Monday, May 11, 2009

I wanted to call it The Newspaper Printernet Emerges on the Iberian Pennisula.

My editor at PBS went with PressTerra Tests Newspaper 'Printernet' on Iberian Peninsula

Goethe and the Printernet

From The Book Report
There is a delightful moment in Goethe’s The Man of 50 where the man of fifty enters into the beautiful widow’s salon and she tells him she was just having a debate with a friend about whether anyone can make a work of art without some audience in mind. Josefowicz’s point, I think, is a continuation of Goethe’s thought experiment.
The author of the The Book Report:
. . . Andrew Piper, is an assistant professor of German studies and an associate member of art history and communication studies at McGill University. His research interests focus on the intersections of literary creativity and bibliographic communication from the eighteenth century to the present. His book, Dreaming in Books: The Making of the Bibliographic Imagination in the Romantic Age, will be appearing soon with the University of Chicago Press.
I've been looking and thinking about the problem from the point of view of the print industry, the print object and how that print object fits into an evolving communication ecology. From what I infer from Andrew Piper's blog, he is looking at the problem from the point of view of the author and the challenges/opportunities in an evolving media landscape. My sense is that it is a potentially productive intersections of world views.

In his discussion he says "It (printernet meme) puts an emphasis on audience- and time-specific writing within a more universal template."

"Time-specific writing" is a nice way to describe it. In my native language I would say the just the right information in just the right format at just the right time. Time-specific writing is a more elegant way to look at it. If it were also space specific or perhaps space/time specific we are pointing to the same reality and I could say that communication, marketing, educational, or artistic will tend to succeed if it is space/time specific for a specific receiver/customer/reader.

In a communication ecology thought model, the reader is the receiver. The author is the sender.The writing is a signal. The receiver is surrounded by an information membrane. To the extent that the signal has something of interest, the outside membrane becomes permeable. To the extent that the signal is wrapped in a story that fits into the resident stories in the receiver's library, it will pass through the membrane surrounding receiver's internal library.

To the extent that the new story undergoes the process of compare and contrast with stories resident in the receiver's library, new stories may be formed. The production of new stories resident in the receiver's library is an operational definition of what we call "learning."

In the terms of the printernet focused on the ecology of print production, the appropriate terms are OEM - the original equipment manufacturer, the OPM - the original product manufacturer, the VAR - who combines product and software in the service of the client, and the UNF - the user network facilitator who manages the growth of a self organizing network.

Perhaps there is a useful correspondence to clarify the communication process. The OEM can be seen as the biological base of living individuals. The OPM may be seen as the author. The VAR is the process of crafting words and pictures into stories that pass the membrane of the customer. The UNF may turn out be a useful way to think about the process that creates what we are trying to point to with "consciousness."

The issue is to clarify how does a meme spread? Why is some writing successful at small scale? Why is some writing successful at mass scales? What does it mean that learning has occurred? And most importantly, what are the forms of the most successful interventions to increase learning.

In communication ecology language the notion is that changes in the receiver's space/time has some kind of definable relationships to the semi-permeability of the membrane that surrounds both the reader and the reader's library. When focus occurs, the membrane is relatively more permeable. When the reader is under condition of fear, certain signals can pass through, other signals cannot.

Stories that pass the outside membrane have to travel through the second to fit into the library. The more easily it fits into the resident stories, the faster it is integrated. But if it integrated too easily, it merely leads to a more resilient common wisdom. But when it does not fit easily, a decision process occurs. The new story is judged either wrong, interesting or surprising. If a new story is judged true and suprising it may present as a joke or a paradox.
It if presents as a paradox, compare and contrast occurs. Signals have to be embedded in a new story and thus change the complex structure of resident stories and learning is said to occur.

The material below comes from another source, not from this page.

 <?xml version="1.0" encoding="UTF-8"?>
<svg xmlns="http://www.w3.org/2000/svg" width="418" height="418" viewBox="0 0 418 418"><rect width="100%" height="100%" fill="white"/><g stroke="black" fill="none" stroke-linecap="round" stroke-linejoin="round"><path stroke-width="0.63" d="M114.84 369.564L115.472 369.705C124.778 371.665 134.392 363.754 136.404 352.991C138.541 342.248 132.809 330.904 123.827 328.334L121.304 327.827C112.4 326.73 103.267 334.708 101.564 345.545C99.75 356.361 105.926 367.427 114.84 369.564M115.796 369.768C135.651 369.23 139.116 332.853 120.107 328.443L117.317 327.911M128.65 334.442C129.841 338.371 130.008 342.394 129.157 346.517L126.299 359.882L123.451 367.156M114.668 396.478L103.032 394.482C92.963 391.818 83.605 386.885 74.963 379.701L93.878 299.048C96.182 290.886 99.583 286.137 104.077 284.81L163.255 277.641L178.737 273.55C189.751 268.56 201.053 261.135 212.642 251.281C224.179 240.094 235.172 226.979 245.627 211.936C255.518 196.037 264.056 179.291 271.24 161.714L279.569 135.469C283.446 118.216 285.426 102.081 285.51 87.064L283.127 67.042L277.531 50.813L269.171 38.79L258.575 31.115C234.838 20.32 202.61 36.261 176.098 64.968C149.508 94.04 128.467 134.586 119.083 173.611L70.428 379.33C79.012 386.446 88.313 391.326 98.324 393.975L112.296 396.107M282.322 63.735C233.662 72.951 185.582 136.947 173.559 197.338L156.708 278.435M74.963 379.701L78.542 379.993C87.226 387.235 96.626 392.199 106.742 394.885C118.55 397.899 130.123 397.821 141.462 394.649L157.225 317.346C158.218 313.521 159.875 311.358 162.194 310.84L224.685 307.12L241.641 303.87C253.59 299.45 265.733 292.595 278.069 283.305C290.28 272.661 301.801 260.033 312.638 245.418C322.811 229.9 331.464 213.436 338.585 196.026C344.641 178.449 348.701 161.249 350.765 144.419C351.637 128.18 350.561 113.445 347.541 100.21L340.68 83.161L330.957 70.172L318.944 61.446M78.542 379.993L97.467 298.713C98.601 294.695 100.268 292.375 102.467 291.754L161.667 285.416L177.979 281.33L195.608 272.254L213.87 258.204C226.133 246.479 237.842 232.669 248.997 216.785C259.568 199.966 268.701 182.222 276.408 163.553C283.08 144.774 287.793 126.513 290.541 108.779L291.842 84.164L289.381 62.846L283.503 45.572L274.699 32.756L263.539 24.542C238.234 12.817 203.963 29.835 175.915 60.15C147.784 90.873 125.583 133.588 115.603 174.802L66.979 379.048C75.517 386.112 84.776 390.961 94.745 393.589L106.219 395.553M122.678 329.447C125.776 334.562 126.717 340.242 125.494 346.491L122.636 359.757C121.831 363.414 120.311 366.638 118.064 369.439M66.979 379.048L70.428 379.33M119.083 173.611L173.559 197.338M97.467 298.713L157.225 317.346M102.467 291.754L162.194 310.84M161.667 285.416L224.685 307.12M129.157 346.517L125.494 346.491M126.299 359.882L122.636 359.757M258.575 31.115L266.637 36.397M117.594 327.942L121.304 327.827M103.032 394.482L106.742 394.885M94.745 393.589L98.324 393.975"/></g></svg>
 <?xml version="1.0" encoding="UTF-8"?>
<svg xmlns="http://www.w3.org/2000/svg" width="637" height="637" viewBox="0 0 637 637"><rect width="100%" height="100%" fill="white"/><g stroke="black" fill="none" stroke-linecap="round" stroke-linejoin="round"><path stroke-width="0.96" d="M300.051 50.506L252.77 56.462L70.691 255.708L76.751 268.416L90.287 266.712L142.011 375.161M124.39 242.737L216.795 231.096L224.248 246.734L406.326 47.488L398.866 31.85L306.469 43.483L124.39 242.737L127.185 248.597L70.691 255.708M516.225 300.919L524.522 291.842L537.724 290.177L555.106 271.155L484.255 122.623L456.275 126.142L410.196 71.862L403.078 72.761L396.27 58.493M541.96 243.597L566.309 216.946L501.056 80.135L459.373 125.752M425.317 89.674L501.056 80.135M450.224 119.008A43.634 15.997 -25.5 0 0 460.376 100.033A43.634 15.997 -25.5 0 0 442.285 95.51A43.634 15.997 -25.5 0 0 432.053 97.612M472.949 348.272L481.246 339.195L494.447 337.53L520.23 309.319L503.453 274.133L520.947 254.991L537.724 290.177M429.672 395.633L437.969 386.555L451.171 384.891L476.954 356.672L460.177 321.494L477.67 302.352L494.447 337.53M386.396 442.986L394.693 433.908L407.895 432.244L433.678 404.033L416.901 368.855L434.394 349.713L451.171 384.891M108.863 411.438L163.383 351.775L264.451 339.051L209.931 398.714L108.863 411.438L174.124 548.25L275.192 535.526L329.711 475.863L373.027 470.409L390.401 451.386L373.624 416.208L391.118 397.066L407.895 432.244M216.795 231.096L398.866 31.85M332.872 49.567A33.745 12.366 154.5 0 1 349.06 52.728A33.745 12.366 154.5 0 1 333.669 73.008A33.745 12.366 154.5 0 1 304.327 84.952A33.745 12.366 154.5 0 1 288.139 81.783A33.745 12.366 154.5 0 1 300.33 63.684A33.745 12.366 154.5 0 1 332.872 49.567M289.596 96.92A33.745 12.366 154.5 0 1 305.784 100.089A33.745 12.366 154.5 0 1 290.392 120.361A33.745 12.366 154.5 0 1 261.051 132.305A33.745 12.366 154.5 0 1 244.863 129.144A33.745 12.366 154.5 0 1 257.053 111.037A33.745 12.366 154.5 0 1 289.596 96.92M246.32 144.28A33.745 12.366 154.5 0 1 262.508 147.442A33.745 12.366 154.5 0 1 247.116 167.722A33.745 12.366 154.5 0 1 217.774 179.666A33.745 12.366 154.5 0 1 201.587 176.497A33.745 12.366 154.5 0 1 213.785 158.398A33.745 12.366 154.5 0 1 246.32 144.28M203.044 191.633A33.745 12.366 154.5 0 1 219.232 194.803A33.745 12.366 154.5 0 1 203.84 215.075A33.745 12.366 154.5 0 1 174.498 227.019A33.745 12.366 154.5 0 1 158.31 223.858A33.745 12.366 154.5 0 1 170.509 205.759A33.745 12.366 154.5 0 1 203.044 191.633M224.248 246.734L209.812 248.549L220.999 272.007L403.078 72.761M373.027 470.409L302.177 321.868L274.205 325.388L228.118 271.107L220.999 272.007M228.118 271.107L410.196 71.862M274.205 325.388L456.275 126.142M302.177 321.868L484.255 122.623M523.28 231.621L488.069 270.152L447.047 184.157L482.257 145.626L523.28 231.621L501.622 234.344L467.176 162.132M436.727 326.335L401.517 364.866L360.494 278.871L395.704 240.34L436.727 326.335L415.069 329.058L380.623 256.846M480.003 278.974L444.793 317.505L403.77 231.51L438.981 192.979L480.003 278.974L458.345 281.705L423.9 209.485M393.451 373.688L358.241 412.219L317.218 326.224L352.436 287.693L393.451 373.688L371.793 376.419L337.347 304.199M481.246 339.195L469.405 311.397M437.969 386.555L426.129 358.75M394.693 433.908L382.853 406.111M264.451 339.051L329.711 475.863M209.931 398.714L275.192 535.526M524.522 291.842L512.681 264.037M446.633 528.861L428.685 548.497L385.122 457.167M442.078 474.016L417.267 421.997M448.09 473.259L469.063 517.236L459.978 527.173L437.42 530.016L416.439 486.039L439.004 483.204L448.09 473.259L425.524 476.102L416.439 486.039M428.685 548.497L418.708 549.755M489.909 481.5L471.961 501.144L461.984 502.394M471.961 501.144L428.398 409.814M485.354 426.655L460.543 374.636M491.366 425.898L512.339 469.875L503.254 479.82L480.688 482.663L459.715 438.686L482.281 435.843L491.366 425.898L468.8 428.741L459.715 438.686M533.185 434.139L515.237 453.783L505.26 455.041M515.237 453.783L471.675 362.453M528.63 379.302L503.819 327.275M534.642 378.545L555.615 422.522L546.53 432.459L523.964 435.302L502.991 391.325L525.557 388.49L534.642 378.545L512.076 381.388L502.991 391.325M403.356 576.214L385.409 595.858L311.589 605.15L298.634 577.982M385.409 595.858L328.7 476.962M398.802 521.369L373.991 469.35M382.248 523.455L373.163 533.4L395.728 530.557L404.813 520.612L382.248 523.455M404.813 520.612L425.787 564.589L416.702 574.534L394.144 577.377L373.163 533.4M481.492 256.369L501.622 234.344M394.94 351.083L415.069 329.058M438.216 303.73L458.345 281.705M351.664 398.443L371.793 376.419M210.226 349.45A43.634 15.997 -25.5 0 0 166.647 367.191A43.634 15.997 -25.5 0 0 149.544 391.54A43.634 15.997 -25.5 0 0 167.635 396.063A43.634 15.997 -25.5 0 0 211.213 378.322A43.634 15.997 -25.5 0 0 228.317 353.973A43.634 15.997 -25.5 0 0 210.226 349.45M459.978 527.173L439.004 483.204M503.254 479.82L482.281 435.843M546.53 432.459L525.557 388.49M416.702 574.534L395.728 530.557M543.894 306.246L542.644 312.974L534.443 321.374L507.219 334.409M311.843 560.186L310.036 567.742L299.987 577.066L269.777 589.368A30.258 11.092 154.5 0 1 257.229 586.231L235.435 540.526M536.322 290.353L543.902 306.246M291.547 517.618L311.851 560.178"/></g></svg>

Anything come to mind? more to come . . .

This might work for some newspapers: Micro-payments considered for WSJ website

@ FT.com
Micro-payments considered for WSJ website
"News Corp is planning to introduce micro-payments for individual articles and premium subscriptions to the Wall Street Journal’s website this year, in a milestone in the news industry’s race to find better online business models.

“A sophisticated micro-payments service” will launch this autumn, Robert Thomson, editor-in-chief of Dow Jones and managing editor of the Journal, told the Financial Times.

The move will position the Journal as the first big newspaper title to adopt a model many are cautiously studying as they seek to reduce their dependence on plunging advertising revenues."